他与他一道去读书授业。
更何况,他五岁之后便上了青云山,可纵是如此,祖母也没有换走西席,依旧让他教这府里季子明他们。
那西席有品性有品性,要学识有学识,那般先生教出来的学生,品德又会坏到哪里去呢?
可。
季子明就坏透了。
季老夫人点头,“说得也是,人心难测,哪怕我们做了这般多,想要让他走上正路,是他自己不珍惜,如今,又能怪得了谁?”
“川儿,该怎么做就怎么做吧,不必顾及我这边。”
“而且,我也不想成为你的拖累。
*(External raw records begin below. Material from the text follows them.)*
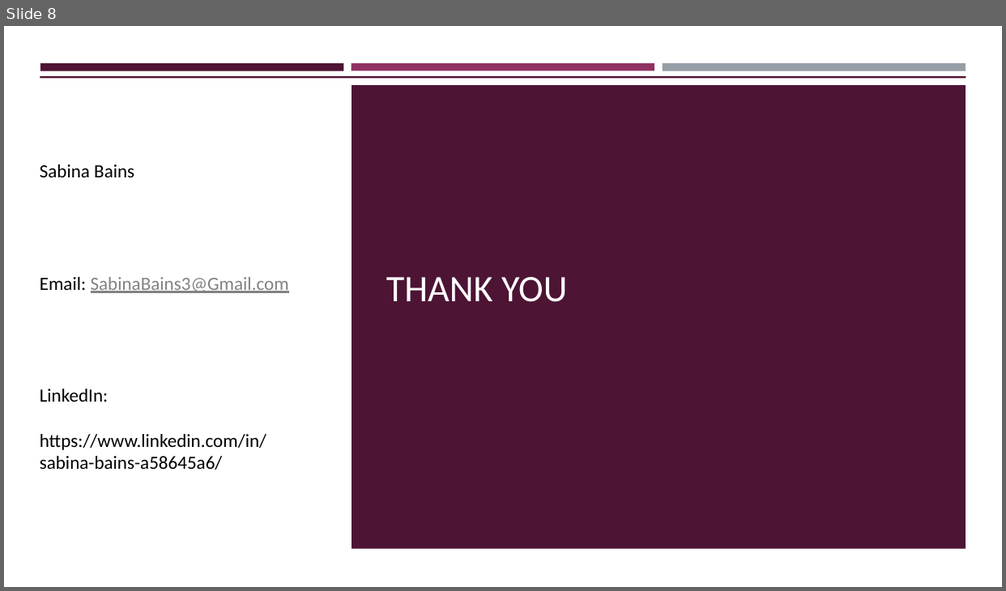
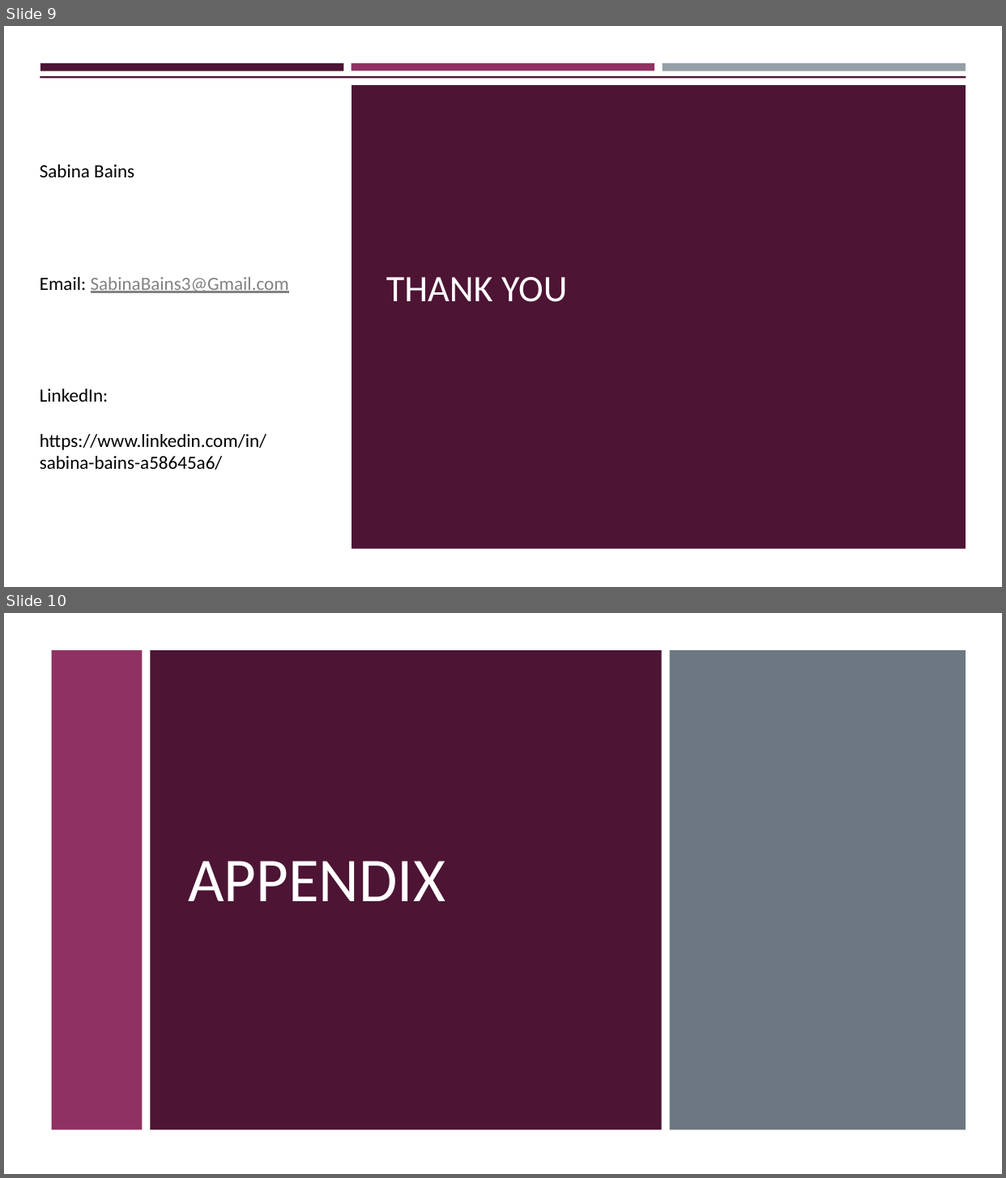
Before and after one commit to sabinabains/dsc-phase-3-project, a slide deck: dsc-phase-3-project-presentation 3.28.pptx. Shown one above the other, each under a label of ours: slide 8 before the commit, slides 9 and 10 after it. The pictures are 1006x591 and 1006x1178 pixels, drawn with LibreOffice and Linux fonts; fonts in the diff are those of the drawing. Boxes give left, top, right and bottom in pixels: in the first picture for what was removed or moved away, otherwise in the second. Text is boxed around its words. In the diff, an @@ line names an element or a change of style, - is before the commit and + after.

```diff
--- a/dsc-phase-3-project-presentation 3.28.pptx
+++ b/dsc-phase-3-project-presentation 3.28.pptx
@@ slide 10 added at box(4, 613, 1002, 1174), background #FFFFFF @@
@@ rectangle added at box(4, 613, 1002, 1174), fill #FFFFFF @@
@@ rectangle added at box(52, 650, 143, 1131), fill #903163 @@
@@ rectangle added at box(150, 650, 661, 1131), fill #4D1434 @@
@@ rectangle added at box(670, 650, 965, 1131), fill #6C7781 @@
@@ title added at box(188, 861, 445, 901), 60 pt, text #FFFFFF @@
+APPENDIX
@@ what was slide 8 is now slide 9 @@
```
Also in this commit, not shown: 6 slides changed, 2 other slides added, 2 other files.

”
她再也不管他了,端起茶水,细细的喝了起来,喉间一阵暖流划过,将驱散方才的冰寒。
她对季子明也算是仁致义尽了。
现在以季臣川的性子,是绝对不会放过季子明他们一家子的。
季臣川点头称是。
随后转身吩咐青山绿水去做事。
季老夫人知道季臣川下手会狠,可没想到,他如此之狠。
他命青山绿水带着他的世子令牌收回季归田手里的一半铺面,紧接着又将相国寺里的事情透露给季吴氏的母家,尤其是她的嫡母,并允诺吴夫人给吴大公子谋个好差事。